Combination Therapy of Atezolizumab, Bevacizumab, Carboplatin, and Paclitaxel for Metastatic Non-squamous Non-small Cell Lung Cancer With Epidermal Growth Factor Receptor (EGFR)-Tyrosine Kinase Inhibitor Resistance and EGFR Mutations

Hironori Kobayashi; Ayumu Otsuki; Sadakatsu Ikeda; Kei Nakashima; Yu Oyama

doi:10.7759/cureus.67307

Combination Therapy of Atezolizumab, Bevacizumab, Carboplatin, and Paclitaxel for Metastatic Non-squamous Non-small Cell Lung Cancer With Epidermal Growth Factor Receptor (EGFR)-Tyrosine Kinase Inhibitor Resistance and EGFR Mutations

Cureus. 2024 Aug 20;16(8):e67307. doi: 10.7759/cureus.67307. eCollection 2024 Aug.

Authors

Hironori Kobayashi¹, Ayumu Otsuki², Sadakatsu Ikeda¹, Kei Nakashima², Yu Oyama¹

Affiliations

¹ Medical Oncology, Kameda Medical Center, Kamogawa, JPN.
² Pulmonology, Kameda Medical Center, Kamogawa, JPN.

Abstract

Introduction: Atezolizumab, bevacizumab, carboplatin, and paclitaxel (ABCP) combination therapy has a potential efficacy in a specific subset of non-squamous non-small cell lung cancer (NSCLC) patients with epidermal growth factor receptor (EGFR) mutations following tyrosine kinase inhibitor (TKI) treatment. However, there is a dearth of investigations on the effectiveness of ABCP therapy as the primary outcome of EGFR-TKI use.

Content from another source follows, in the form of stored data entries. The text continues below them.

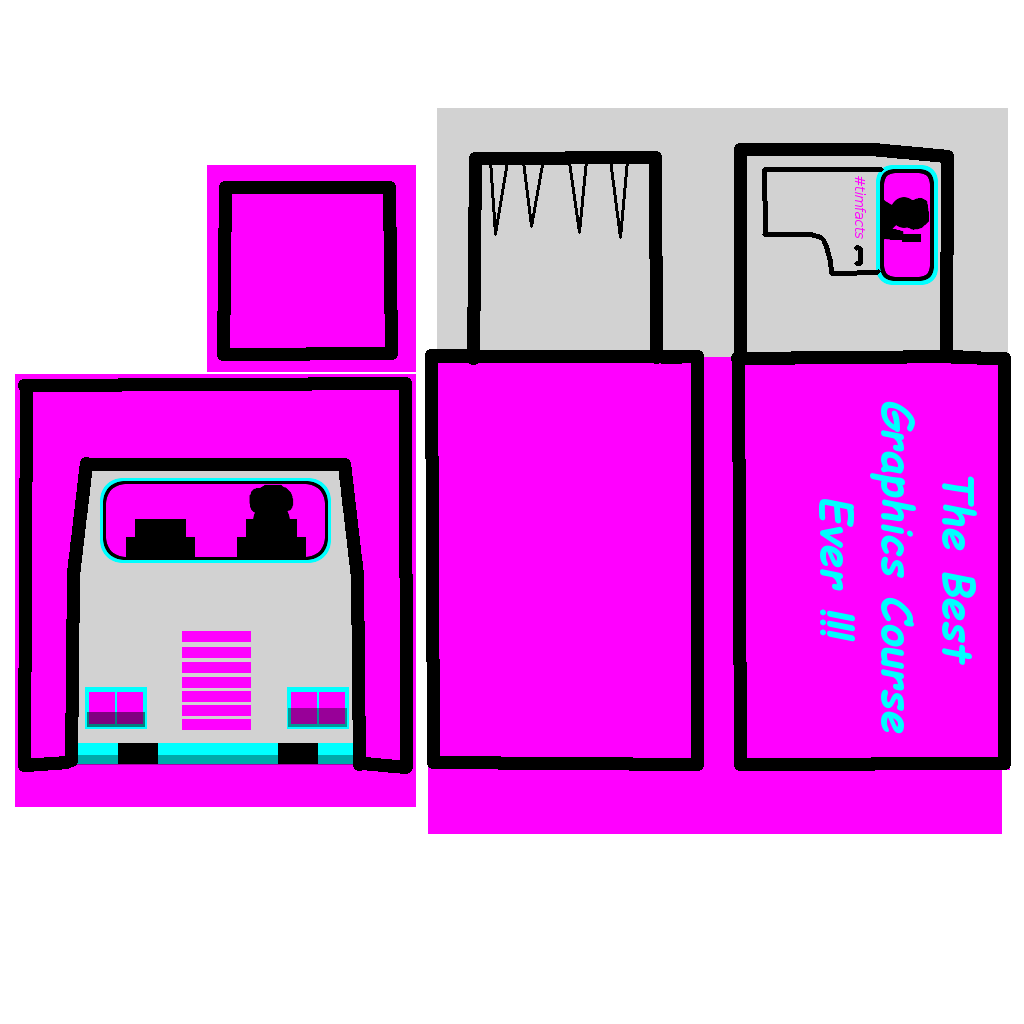
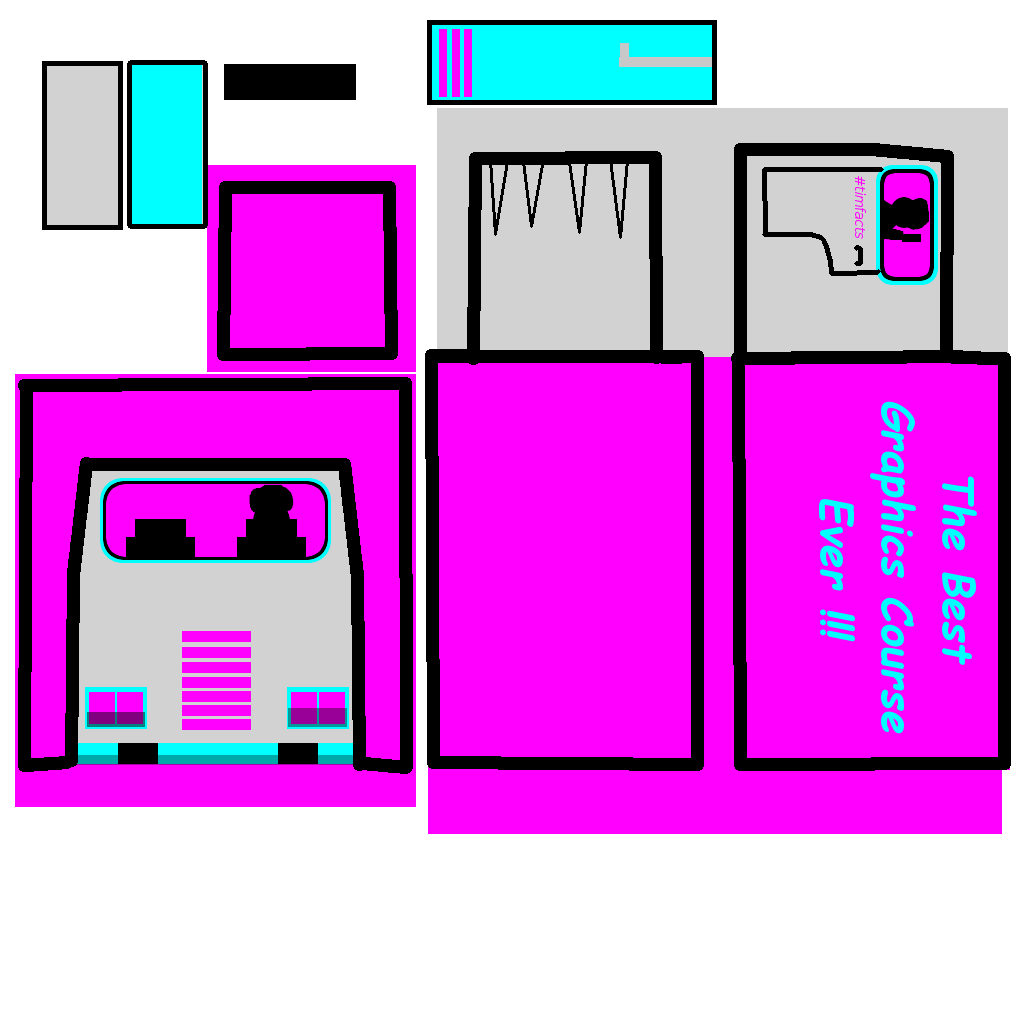
Comparing the layer stacks of the two 1024×1024 images. Changes:
painted on "Layer" over 42, 20, 717, 230
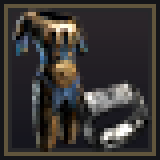
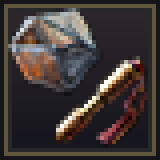
Before/after of a 160x160 layered artwork. What changed in the layer stack:
added group "Trash currency" with 2 layers above "Non-basic currency" over [8, 8, 148, 148]
added layer "Scroll_of_Wisdom_inventory_icon" in group "Trash currency" over [56, 56, 148, 148]
added layer "Armourer's_Scrap_inventory_icon" in group "Trash currency" over [8, 8, 104, 96]
hid group "bases" (3 layers) over [12, 8, 152, 152]
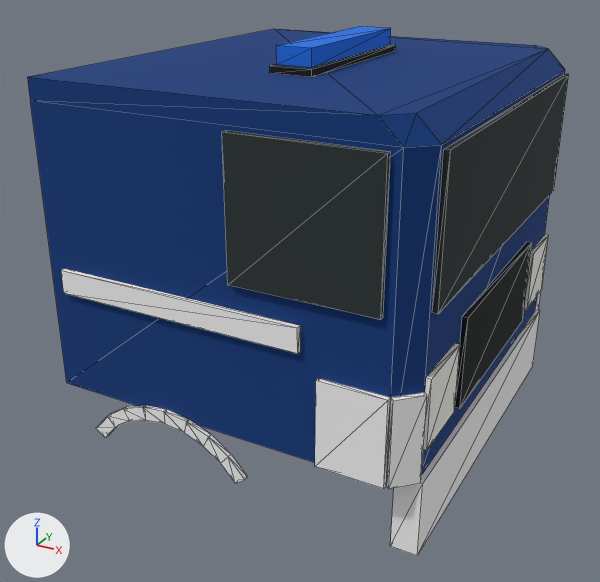
Renders of the glTF model src/render/assets/arocs-1835-ak-cab.glb from each side of a commit.
Both versions are drawn from a camera (50 mm lens) standing at (6.48, -4.39, 3.61) and looking at (4.18, -0.22, 1.52). The axes (+X, +Y, +Z) are drawn at lower left. The lights are the same throughout. The picture after the commit comes second. Mesh edges are drawn as thin lines. Where no turn or scale is listed for an object, it has been applied to the vertices. Vertices at exactly the same position are counted once.

Script lines for the objects in view, before the commit:
```python
me_cab = bpy.data.meshes.new('cab')
me_cab.from_pydata(...)  # 202 vertices, 404 faces; spans x -1.11..1.11, y -1.28..1.28, z -1.19..1.19
me_cab.materials.append(mat_cab)
ob_cab = bpy.data.objects.new('cab', me_cab)
ob_cab.location = (4.265, 0.0, 1.845)
```
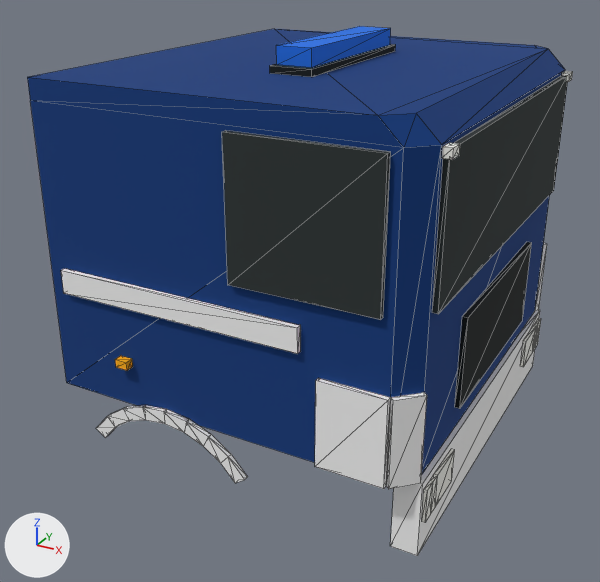
Pixel boxes [x1, y1, x2, y2] of what changed, in the pictures (600 x 582 px):
'cab', reshaped: before [27, 26, 569, 556]; after [27, 26, 568, 556]
'cab-lens', added: after [115, 71, 573, 523]
part 1 of me_cab, deleted: before [423, 343, 460, 450]
part 2 of me_cab, deleted: before [524, 234, 549, 309]

Edits to the bpy script that builds the scene:
```text
Add mat_cab_lens:
    mat_cab_lens = bpy.data.materials.new('cab-lens')
    mat_cab_lens.use_nodes = True; mat_cab_lens.node_tree.nodes.clear()
    _N = mat_cab_lens.node_tree.nodes; _L = mat_cab_lens.node_tree.links
    n0 = _N.new('ShaderNodeBsdfPrincipled'); n0.name = 'Principled BSDF'
    n0.inputs[2].default_value = 1.0  # 'Roughness'
    n1 = _N.new('ShaderNodeOutputMaterial'); n1.name = 'Material Output'
    n2 = _N.new('ShaderNodeVertexColor'); n2.name = 'Color Attribute'
    _L.new(n0.outputs[0], n1.inputs[0])  # 'BSDF' to 'Surface'
    _L.new(n2.outputs[0], n0.inputs[0])  # 'Color' to 'Base Color'
Change me_cab:
    used by ob_cab; location = (4.265, 0.0, 1.845)
    remove me_cab.from_pydata(...)  # 202 vertices, 404 faces; spans x -1.11..1.11, y -1.28..1.28, z -1.19..1.19
    add me_cab.from_pydata(...)  # 186 vertices, 380 faces; spans x -1.11..1.11, y -1.28..1.28, z -1.19..1.19
    me_cab part 1: the loose piece of 8 vertices spanning x 1.08..1.11, y -1.12..-0.72, z -0.57..-0.17 is deleted
    me_cab part 2: the loose piece of 8 vertices spanning x 1.08..1.11, y 0.72..1.12, z -0.57..-0.17 is deleted
Add me_cab_lens:
    me_cab_lens.from_pydata(...)  # 64 vertices, 120 faces; spans x -0.9..0.9, y -1.3..1.3, z -0.96..0.96
    me_cab_lens.materials.append(mat_cab_lens)
Add ob_cab_lens:
    ob_cab_lens = bpy.data.objects.new('cab-lens', me_cab_lens)
    ob_cab_lens.location = (4.5, 0.0, 1.81)
```

Methods: A single-center retrospective analysis was performed on 24 cases of stage IV EGFR-positive non-squamous NSCLC patients who received one or more lines of EGFR-TKI therapy and subsequently initiated ABCP therapy within the timeframe of April 1, 2019, to April 30, 2023. This study assessed overall survival and progression-free survival associated with ABCP therapy, further analyzing the overall survival data based on EGFR subgroups.

Results: The mean age of the cohort was 65 ± 9 years with 14 females (58%). The performance status (PS) was recorded as 0 in 13 out of 24 patients (54%) and 1 in 11 out of 24 patients (46%). Thirteen (54%) patients had a history of smoking. Adenocarcinoma histology was prevalent in all cases. The EGFR mutations included Ex19del in 14 patients (58%) and L858R in 10 (42%) patients. At ABCP therapy initiation, liver metastases were evident in three cases (13%) and brain metastases in eight (33%). Programmed death ligand 1 (22C3) expression levels varied, with <1%, 1-49%, and ≥50% observed in five, 11, and five cases, respectively, while data were missing for three cases. The median follow-up duration was 14.1 months, with median overall survival estimated at 23.6 months (95% CI: 14.5 months - not reached) and median progression-free survival at 5.6 months (95% CI: 4.9-11.5 months). The EGFR L858R mutation showed a favorable trend in overall survival compared with the EGFR Ex19del mutation (not evaluated vs. 23.6 months).

Conclusions: ABCP therapy for EGFR-positive non-squamous NSCLC is a promising option, similar to immune checkpoint inhibitor-free platinum-based combination therapy. Therefore, prospective trials are necessary to confirm the efficacy of these treatments.

Keywords: abcp; driver mutations; egfr; epidermal growth factor receptor; immunotherapy; lung cancer; non-small cell lung cancer; nsclc.